Он сидел в головах лесной постели Жены, под лиственницей гладил влажные от пота волосы женщины и в отупении усталости думал: «Олиара прошла с непогодой. Значит новолуние тоже будет неспокойным… Меняется климат. Все хуже и хуже. К чему бы?..» Молния взорвалась над лесом, озарила мятущиеся деревья. Чабан ясно до мелких морщинок, разглядел бледное лицо Жены, часто и тяжело дышавшей, и ему показалось, что никогда еще не было оно таким красивым, как в эту минуту ее величайшего страдания, под вспышкой молнии. И никогда, пожалуй, он не испытывал еще чувства такой пронзительной жалости и любви к Жене, как сейчас. Что ж, часто приходилось ему выслушивать от нее упреки, порой не заслуженные им, но не бывало случая, чтобы он отвечал ей грубо. Не обрывал ее резким, злым словом, не глядел на нее волком — ни разу не позволил себе Чабан оскорбить белый жаулык, знак достоинства женщины, Жены. Может быть, любовь его избрала извечный земной путь и никогда не знала высочайшего полета самозабвения и восторга, но зато сохранил он верность, целомудрие и уважение к матери своих детей. И хотя испытывал он порой чувство полного одиночества рядом с Женою, однако даже в мыслях не решался пожелать другой; и даже свои неопределенные, робкие мечтания, связанные с ясноглазой молодой учительницей, он считал постыдными и виновато опускал глаза перед Женой, когда она заставала его в минуты подобной мечты. С нею он не успел погулять при луне, не водил ее в красивый городской парк, не бывал даже ни разу в кино или театре — ничего такого, чем красна свежая любовь юноши и девушки, не испытали они. Даже волнения самого первого неуверенного поцелуя он не запомнил — вышло все так, что они жадно и торопливо познали друг друга на узкой постели, дальше жизнь ломала их вместе, один за другим пошли дети.

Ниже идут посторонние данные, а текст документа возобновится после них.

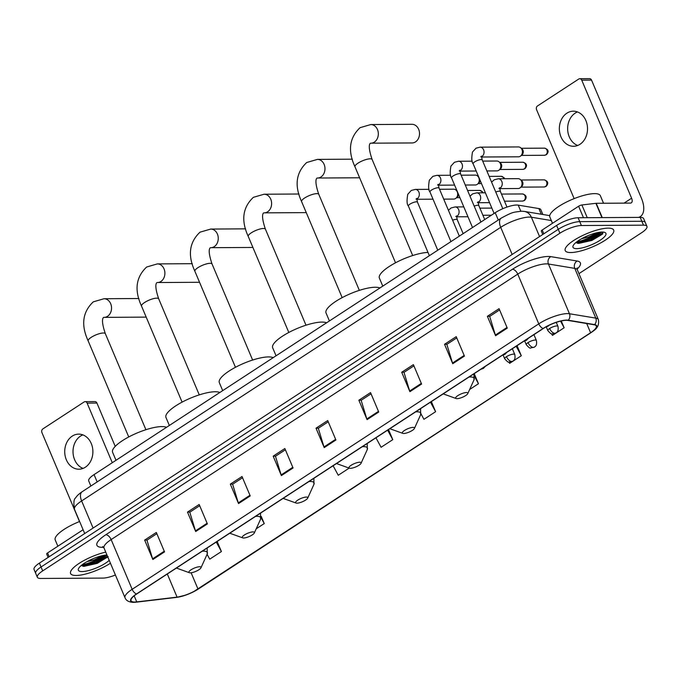 <?xml version="1.0" encoding="UTF-8"?>
<svg xmlns="http://www.w3.org/2000/svg" width="681" height="681" viewBox="0 0 681 681"><rect width="100%" height="100%" fill="white"/><g stroke="black" fill="none" stroke-linecap="round" stroke-linejoin="round"><path stroke-width="1.02" d="M90.871 486.03L88.726 480.948A16.446 4.503 -22.9 0 1 94.072 474.606L495.215 212.71A16.446 4.503 -22.9 0 1 518.224 205.126L538.875 208.565A16.446 4.503 -22.9 0 1 540.825 209.68L542.851 214.489M576.577 241.985A21.928 6.01 157.1 0 0 599.612 232.255A21.928 6.01 157.1 0 1 576.577 241.985M81.95 564.915A21.928 6.01 157.1 0 0 104.976 555.185A21.928 6.01 157.1 0 1 81.95 564.915M578.952 273.634L641.604 232.732A16.446 4.503 157.1 0 0 646.95 226.39L643.664 218.618A16.446 4.503 157.1 0 0 640.2 217.384L578.101 217.75A16.446 4.503 157.1 0 0 556.615 225.437L39.396 563.119A16.446 4.503 157.1 0 0 34.05 569.461L35.693 573.351A16.446 4.503 157.1 0 1 41.039 567.009A16.446 4.503 157.1 0 0 35.693 573.351L37.336 577.233A16.446 4.503 157.1 0 0 40.8 578.458L102.899 578.092A16.446 4.503 157.1 0 0 115.412 575.002M646.95 226.39A16.446 4.503 157.1 0 0 643.485 225.156L581.387 225.522A16.446 4.503 157.1 0 0 559.901 233.208L558.258 229.327L41.039 567.009L558.258 229.327A16.446 4.503 157.1 0 1 579.744 221.64A16.446 4.503 157.1 0 0 558.258 229.327L556.615 225.437M643.485 225.156L641.842 221.274L579.744 221.64L641.842 221.274A16.446 4.503 157.1 0 1 645.307 222.5A16.446 4.503 157.1 0 0 641.842 221.274L640.2 217.384M76.136 575.479A26.321 7.21 157.1 0 0 110.441 563.23A26.321 7.21 157.1 0 1 76.136 575.479A26.321 7.21 157.1 0 1 70.586 573.521A26.321 7.21 157.1 0 0 76.136 575.479M570.763 252.549A26.321 7.21 157.1 0 0 599.11 243.764A26.321 7.21 157.1 0 0 613.7 230.101A26.321 7.21 157.1 0 0 608.15 228.135A26.321 7.21 157.1 0 0 579.803 236.928A26.321 7.21 157.1 0 0 565.213 250.582A26.321 7.21 157.1 0 0 570.763 252.549A26.321 7.21 157.1 0 0 599.11 243.764A26.321 7.21 157.1 0 0 613.7 230.101A26.321 7.21 157.1 0 0 608.15 228.135A26.321 7.21 157.1 0 0 579.803 236.928A26.321 7.21 157.1 0 0 565.213 250.582A26.321 7.21 157.1 0 0 570.763 252.549M134.736 602.038A17.544 4.81 -22.9 0 1 131.041 600.727A17.544 4.81 -22.9 0 1 136.745 593.96L543.353 328.497A17.544 4.81 -22.9 0 1 567.903 320.41L594.232 324.786A17.544 4.81 -22.9 0 1 596.301 325.986A17.544 4.81 -22.9 0 1 590.597 332.754L198.001 589.074A17.544 4.81 -22.9 0 1 177.086 597.135L136.745 601.902A17.544 4.81 -22.9 0 1 134.736 602.038M134.429 602.242A17.987 4.929 157.1 0 0 136.481 602.106L176.822 597.331A17.987 4.929 157.1 0 0 185.853 595.066A17.987 4.929 157.1 0 0 192.97 592.061A17.987 4.929 157.1 0 0 198.265 589.065L590.861 332.745A17.987 4.929 157.1 0 0 594.581 324.59L568.252 320.215A17.987 4.929 157.1 0 0 543.089 328.497L136.481 593.968A17.987 4.929 157.1 0 0 134.429 602.242M601.681 232.068A21.928 6.01 -22.9 0 1 579.046 242.47M106.985 555.049A21.928 6.01 -22.9 0 1 84.418 565.4M507.277 328.114L499.071 308.68L487.383 316.307L495.589 335.742L507.277 328.114M499.59 309.923L489.682 316.393L495.351 335.061A4.384 2.324 56.9 0 0 495.589 335.742M489.835 316.299L487.383 316.307M464.433 356.078L456.227 336.652L444.54 344.28L452.754 363.714L464.433 356.078M456.755 337.895L446.838 344.365L452.507 363.033A4.384 2.324 56.9 0 0 452.754 363.714M446.991 344.263L444.54 344.28M421.59 384.05L413.384 364.624L401.705 372.252L409.911 391.677L421.59 384.05M413.912 365.867L403.995 372.337L409.664 391.005A4.384 2.324 56.9 0 0 409.911 391.677M404.148 372.235L401.705 372.252M378.747 412.022L370.541 392.596L358.861 400.224L367.068 419.649L378.747 412.022M371.068 393.831L361.151 400.309L366.821 418.977A4.384 2.324 56.9 0 0 367.068 419.649M361.305 400.207L358.861 400.224M164.538 551.874L156.332 532.448L144.653 540.076L152.859 559.501L164.538 551.874M156.86 533.691L146.943 540.161L152.612 558.829A4.384 2.324 56.9 0 0 152.859 559.501M147.096 540.059L144.653 540.076M207.382 523.902L199.175 504.476L187.488 512.103L195.702 531.529L207.382 523.902M199.703 505.719L189.786 512.189L195.456 530.857A4.384 2.324 56.9 0 0 195.702 531.529M189.939 512.086L187.488 512.103M250.225 495.938L242.019 476.504L230.331 484.131L238.537 503.565L250.225 495.938M242.538 477.747L232.63 484.217L238.299 502.884A4.384 2.324 56.9 0 0 238.537 503.565M232.783 484.114L230.331 484.131M293.068 467.966L284.862 448.532L273.175 456.159L281.381 475.593L293.068 467.966M285.382 449.775L275.473 456.244L281.134 474.921A4.384 2.324 56.9 0 0 281.381 475.593M275.626 456.151L273.175 456.159M335.912 439.994L327.706 420.56L316.018 428.196L324.224 447.621L335.912 439.994M328.225 421.803L318.316 428.281L323.977 446.949A4.384 2.324 56.9 0 0 324.224 447.621M318.461 428.179L316.018 428.196M105.742 552.112A26.321 7.21 157.1 0 0 80.826 562.31A26.321 7.21 157.1 0 0 70.586 573.521A26.321 7.21 157.1 0 1 80.826 562.31A26.321 7.21 157.1 0 1 105.742 552.112M559.901 233.208L42.682 570.891A16.446 4.503 157.1 0 0 37.336 577.233M469.652 389.472L478.462 383.718L474.206 373.639M508.92 362.079L509.618 363.373L521.297 355.746L517.049 345.676M551.601 333.818L552.461 335.401L564.14 327.774L561.263 320.955M333.111 465.761L338.253 475.253L349.183 468.119M295.12 502.697L295.826 502.953M256.218 528.814L264.254 523.57L261.24 516.453M207.101 554.317L209.722 559.169L221.41 551.542L217.154 541.463M420.977 413.852L423.931 419.317L435.619 411.69L431.362 401.611M375.946 437.789L381.088 447.289L392.775 439.654L388.519 429.583M392.775 439.654L387.634 430.162M264.254 523.57L261.078 517.713M221.41 551.542L216.269 542.042M435.619 411.69L430.477 402.19M478.462 383.718L474.683 376.738M521.297 355.746L516.164 346.254M564.14 327.774L560.54 321.126M79.617 521.51A27.41 7.508 157.1 0 0 55.212 539.939L57.859 546.222M103.027 555.526L94.191 559.893L86.972 561.655M106.96 554.998A17.876 4.895 157.1 0 0 90.122 560.029A17.876 4.895 157.1 0 0 78.502 568.661A17.876 4.895 157.1 0 0 82.129 571.563A17.876 4.895 157.1 0 0 109.224 560.344M81.192 565.536L83.908 566.362L97.238 563.383L108.177 556.641M107.487 556.249L95.612 562.685L81.277 565.46M107.819 557.024L95.944 563.451L82.997 566.269M83.056 468.409A17.544 14.088 89.7 0 1 73.08 453.265A17.544 14.088 89.7 0 1 80.537 436.07A17.544 14.088 89.7 0 1 82.852 434.878M72.237 436.121A17.544 14.088 -90.3 0 0 65.146 455.895A17.544 14.088 -90.3 0 0 78.911 469.209A17.544 14.088 -90.3 0 0 85.372 467.209A17.544 14.088 -90.3 0 0 92.471 447.434A17.544 14.088 -90.3 0 0 78.707 434.12A17.544 14.088 -90.3 0 0 72.237 436.121M83.099 529.741L47.568 552.938L49.177 556.735M87.117 403.109A2.741 2.205 -90.3 0 0 85.151 401.637L94.957 401.586A2.741 2.205 89.7 0 1 96.923 403.05L87.117 403.109L112.288 462.714M115.225 446.387L96.923 403.05M85.151 401.637A2.741 2.205 -90.3 0 0 84.138 401.952L42.86 428.911A2.741 2.205 -90.3 0 0 41.933 432.605L79.507 521.552M48.13 557.424L46.683 553.993A2.741 0.749 -22.9 0 1 47.568 552.938M199.635 566.728A6.58 1.805 157.1 0 0 191.77 569.359A6.58 1.805 157.1 0 0 189.352 572.712A6.58 1.805 157.1 0 0 190.288 572.832A6.58 1.805 157.1 0 0 196.545 571.053A6.58 1.805 157.1 0 0 200.972 567.801A6.58 1.805 157.1 0 0 199.635 566.728M166.496 427.319A30.151 8.257 157.1 0 0 161.806 426.595A30.151 8.257 157.1 0 0 129.322 436.657A30.151 8.257 157.1 0 0 112.612 452.312L115.983 460.296M128.743 436.964L88.181 340.934C80.835 325.016 82.537 311.983 93.297 301.845L104.006 298.729A9.321 7.482 89.7 0 1 111.318 305.803A9.321 7.482 89.7 0 1 107.547 316.307A9.321 7.482 89.7 0 1 104.116 317.372L145.3 317.125A9.321 7.482 -90.3 0 0 146.168 317.057M253 531.895A6.58 1.805 157.1 0 0 245.126 534.525A6.58 1.805 157.1 0 0 242.708 537.871A6.58 1.805 157.1 0 0 243.645 537.999A6.58 1.805 157.1 0 0 249.901 536.211A6.58 1.805 157.1 0 0 254.328 532.968A6.58 1.805 157.1 0 0 253 531.895M219.852 392.486A30.151 8.257 157.1 0 0 215.162 391.754A30.151 8.257 157.1 0 0 182.678 401.824A30.151 8.257 157.1 0 0 165.968 417.479L169.339 425.463M182.099 402.13L141.537 306.101C134.191 290.183 135.894 277.15 146.653 267.012L157.362 263.896A9.321 7.482 89.7 0 1 164.674 270.97A9.321 7.482 89.7 0 1 160.912 281.474A9.321 7.482 89.7 0 1 157.473 282.538L198.656 282.292A9.321 7.482 -90.3 0 0 199.524 282.223M306.356 497.062A6.58 1.805 157.1 0 0 298.482 499.684A6.58 1.805 157.1 0 0 296.073 503.038A6.58 1.805 157.1 0 0 297.01 503.165A6.58 1.805 157.1 0 0 303.258 501.378A6.58 1.805 157.1 0 0 307.693 498.134A6.58 1.805 157.1 0 0 306.356 497.062M273.209 357.653A30.151 8.257 157.1 0 0 268.518 356.921A30.151 8.257 157.1 0 0 236.043 366.991A30.151 8.257 157.1 0 0 219.325 382.637L222.696 390.63M235.456 367.297L194.894 271.268C187.547 255.341 189.25 242.308 200.01 232.17L210.727 229.063A9.321 7.482 89.7 0 1 218.039 236.128A9.321 7.482 89.7 0 1 214.268 246.633A9.321 7.482 89.7 0 1 210.829 247.697L252.013 247.458A9.321 7.482 -90.3 0 0 252.881 247.39M359.713 462.22A6.58 1.805 157.1 0 0 351.839 464.851A6.58 1.805 157.1 0 0 349.43 468.205A6.58 1.805 157.1 0 0 350.366 468.324A6.58 1.805 157.1 0 0 356.623 466.545A6.58 1.805 157.1 0 0 361.049 463.293A6.58 1.805 157.1 0 0 359.713 462.22M326.565 322.811A30.151 8.257 157.1 0 0 321.883 322.087A30.151 8.257 157.1 0 0 289.399 332.149A30.151 8.257 157.1 0 0 272.681 347.804L276.052 355.788M288.812 332.456L248.25 236.426C240.904 220.508 242.615 207.475 253.366 197.337L264.083 194.221A9.321 7.482 89.7 0 1 271.396 201.295A9.321 7.482 89.7 0 1 267.624 211.8A9.321 7.482 89.7 0 1 264.194 212.864L305.369 212.617A9.321 7.482 -90.3 0 0 306.237 212.549M413.069 427.387A6.58 1.805 157.1 0 0 405.204 430.017A6.58 1.805 157.1 0 0 402.786 433.363A6.58 1.805 157.1 0 0 403.722 433.491A6.58 1.805 157.1 0 0 409.979 431.703A6.58 1.805 157.1 0 0 414.406 428.46A6.58 1.805 157.1 0 0 413.069 427.387M379.93 287.978A30.151 8.257 157.1 0 0 375.24 287.246A30.151 8.257 157.1 0 0 342.756 297.316A30.151 8.257 157.1 0 0 326.037 312.971L329.417 320.955M342.177 297.623L301.606 201.593C294.26 185.675 295.971 172.642 306.722 162.504L317.44 159.388A9.321 7.482 89.7 0 1 324.752 166.462A9.321 7.482 89.7 0 1 320.981 176.966A9.321 7.482 89.7 0 1 317.55 178.03L358.725 177.784A9.321 7.482 -90.3 0 0 359.594 177.715M370.907 143.189L412.082 142.95A9.321 7.482 -90.3 0 0 415.521 141.886A9.321 7.482 -90.3 0 0 419.292 131.382A9.321 7.482 -90.3 0 0 411.971 124.308L370.796 124.555A9.321 7.482 89.7 0 1 378.108 131.62A9.321 7.482 89.7 0 1 374.337 142.125A9.321 7.482 89.7 0 1 370.907 143.189L370.268 143.274M466.425 392.554A6.58 1.805 157.1 0 0 458.56 395.176A6.58 1.805 157.1 0 0 456.142 398.53A6.58 1.805 157.1 0 0 457.079 398.657A6.58 1.805 157.1 0 0 463.335 396.87A6.58 1.805 157.1 0 0 467.762 393.627A6.58 1.805 157.1 0 0 466.425 392.554M427.983 252.421A30.151 8.257 157.1 0 0 395.687 262.704A30.151 8.257 157.1 0 0 379.394 278.129L382.773 286.122M439.551 189.275L453.699 189.19A4.937 3.958 89.7 0 1 455.93 190.033A4.937 3.958 89.7 0 1 457.24 191.838A4.937 3.958 89.7 0 1 455.981 198.197A4.937 3.958 89.7 0 1 455.58 198.494A4.937 3.958 89.7 0 1 453.759 199.065L443.706 199.124M458.543 194.434A3.567 2.86 89.7 0 1 457.317 197.056L455.981 198.197M461.122 175.187L475.278 175.102A4.937 3.958 89.7 0 1 477.509 175.945A4.937 3.958 89.7 0 1 478.811 177.75A4.937 3.958 89.7 0 1 477.551 184.108A4.937 3.958 89.7 0 1 477.151 184.415A4.937 3.958 89.7 0 1 475.338 184.977L465.285 185.036M480.122 180.346A3.567 2.86 89.7 0 1 478.888 182.968L477.551 184.108M482.701 161.099L496.858 161.022A4.937 3.958 89.7 0 1 499.088 161.857A4.937 3.958 89.7 0 1 500.39 163.661A4.937 3.958 89.7 0 1 499.13 170.02A4.937 3.958 89.7 0 1 498.73 170.327A4.937 3.958 89.7 0 1 496.917 170.888L486.864 170.948M499.088 161.857L500.433 162.98A3.567 2.86 89.7 0 1 501.378 164.291A3.567 2.86 89.7 0 1 500.467 168.879L499.13 170.02M481.416 156.749A4.937 3.958 89.7 0 0 481.714 156.596A4.937 3.958 89.7 0 0 481.935 156.468A4.937 3.958 89.7 0 0 483.936 150.901A4.937 3.958 89.7 0 0 480.062 147.156L518.428 146.934A4.937 3.958 89.7 0 1 520.659 147.768A4.937 3.958 89.7 0 1 521.969 149.582A4.937 3.958 89.7 0 1 520.71 155.94A4.937 3.958 89.7 0 1 520.31 156.238A4.937 3.958 89.7 0 1 518.488 156.8L481.424 157.022M520.659 147.768L522.012 148.892A3.567 2.86 89.7 0 1 522.957 150.203A3.567 2.86 89.7 0 1 522.046 154.791L520.71 155.94M499.616 188.356A4.937 3.958 89.7 0 0 499.914 188.211A4.937 3.958 89.7 0 0 501.795 181.41A4.937 3.958 89.7 0 0 498.262 178.771L518.071 178.652A4.937 3.958 89.7 0 1 520.293 179.486A4.937 3.958 89.7 0 1 521.603 181.299A4.937 3.958 89.7 0 1 520.344 187.658A4.937 3.958 89.7 0 1 518.122 188.518L499.624 188.628M520.293 179.486L521.646 180.618A3.567 2.86 89.7 0 1 522.591 181.921A3.567 2.86 89.7 0 1 521.68 186.517L520.344 187.658M577.684 145.479A17.544 14.088 89.7 0 1 567.707 130.335A17.544 14.088 89.7 0 1 575.164 113.14A17.544 14.088 89.7 0 1 577.479 111.939M566.873 113.191A17.544 14.088 -90.3 0 0 559.773 132.965A17.544 14.088 -90.3 0 0 573.538 146.279A17.544 14.088 -90.3 0 0 579.999 144.278A17.544 14.088 -90.3 0 0 587.099 124.504A17.544 14.088 -90.3 0 0 573.334 111.19A17.544 14.088 -90.3 0 0 566.873 113.191M583.472 217.724L578.62 206.232L542.204 230.008L543.804 233.804M638.531 217.401A21.928 11.611 56.9 0 0 640.327 216.592A21.928 11.611 56.9 0 0 641.408 198.154L591.551 80.12L581.744 80.179L631.602 198.214A5.482 2.903 -123.1 0 1 631.33 202.819A5.482 2.903 -123.1 0 1 630.385 203.091L596.215 203.287L602.259 217.614M581.744 80.179A2.741 2.205 -90.3 0 0 579.778 78.707L589.584 78.647A2.741 2.205 89.7 0 1 591.551 80.12M579.778 78.707A2.741 2.205 -90.3 0 0 578.773 79.022L537.488 105.972A2.741 2.205 -90.3 0 0 536.568 109.675L574.134 198.622M542.757 234.485L541.31 231.063A2.741 0.749 -22.9 0 1 542.204 230.008M578.62 206.232A2.741 0.749 -22.9 0 1 581.889 204.972L595.901 203.313A2.741 0.749 -22.9 0 1 596.215 203.287M603.545 203.244L600.344 195.677A27.41 7.508 157.1 0 0 594.564 193.625A27.41 7.508 157.1 0 0 565.034 202.785A27.41 7.508 157.1 0 0 549.839 217.009L552.487 223.283M597.654 232.596L588.827 236.962L581.6 238.725M576.756 248.633A17.876 4.895 157.1 0 0 598.131 241.5A17.876 4.895 157.1 0 0 604.694 232.391A17.876 4.895 157.1 0 0 602.149 232.051A17.876 4.895 157.1 0 0 585.158 236.903A17.876 4.895 157.1 0 0 573.13 245.73A17.876 4.895 157.1 0 0 576.756 248.633M575.82 242.606L578.535 243.423L591.866 240.453L602.387 234.196L603.111 232.085M603.068 232.085L602.157 233.285L590.248 239.746L575.905 242.53M602.6 233.932L590.572 240.521L577.624 243.338M97.162 481.927L94.072 474.606M541.276 214.226L538.875 208.565M520.803 211.221L518.224 205.126M498.305 220.031L495.215 212.71M551.329 220.533L531.384 217.222A21.928 6.01 157.1 0 0 529.358 217.077A21.928 6.01 157.1 0 0 500.705 227.326L81.635 500.935A21.928 6.01 157.1 0 0 74.501 509.388C73.42 502.85 73.812 499.003 75.676 497.845C76.732 495.998 78.894 493.955 82.171 491.708L501.242 218.107A10.964 5.806 -123.1 0 0 500.705 227.326L512.163 254.464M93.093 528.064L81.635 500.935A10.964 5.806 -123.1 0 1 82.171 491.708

В минуты и часы своего душевного безвременья Чабан горько сожалел о так и не познанной им прелести юной любви и волнения; в часы одинокие и грустные выстрадал он себе мечту: некий воздушный образ чистой женщины, верной матери и подруги, исполненный неземной красоты и прелести, которую он хотел бы воплотить в находившуюся рядом Жену. И, с великим терпением, трудом кроткого разума и сердца утверждая эту мечту, Чабан готов был пройти сквозь огонь ада, но сохранить верность своему идеалу Жены — Женщине, которая сама вынесет огни ада и сбережет честь Мужа…
Чабан наклонился к Жене и поцеловал ее в растрескавшиеся губы. «Я верю тебе, и это главное, — мысленно обращался он к ней. — С тремя сущностями связана судьба человека — с Верой, Надеждой и Терпением. Моя Вера — это ты, моя Надежда — старший сын. А Терпение всегда со мной. И если я лишусь хотя бы одного этого, то мне придет конец. Я в жизни не гонюсь за почестями, мое место здесь, среди холмов, где пасутся мои овцы. И если тебе пришлось нелегко рядом со мною, то виноват не я, пожалуй, а твоя судьба. В олиару мы встретились с тобою, в пору безлунья. Не светил нашей любви золотой месяц, и совместная наша жизнь шла в потемках. Но я не жалуюсь, я всем доволен. У меня есть дом, очаг, моя семья. Дети продолжат меня, имя мое не будет забыто на земле И как бы ни тяжко было день-деньской торчать возле овец, словно столб, вечером я бываю утешен, сидя с детьми своими возле очага… А ты, милая? Чего тебе не хватает? Почему ты сердишься и плачешь так часто? Почему иногда, я знаю это, ты ненавидишь меня и с отвращением терпишь возле себя?.. И кто тебе нужен? Кого бы ты хотела миловать, жарко шепча ему ласковые и безумные слова любви, кого? Кто это светится, высится в душе твоей, тоскующей, как и моя, в глухую пору олиары? И знаешь ли ты, Жена моя, что я понимаю и жалею тебя?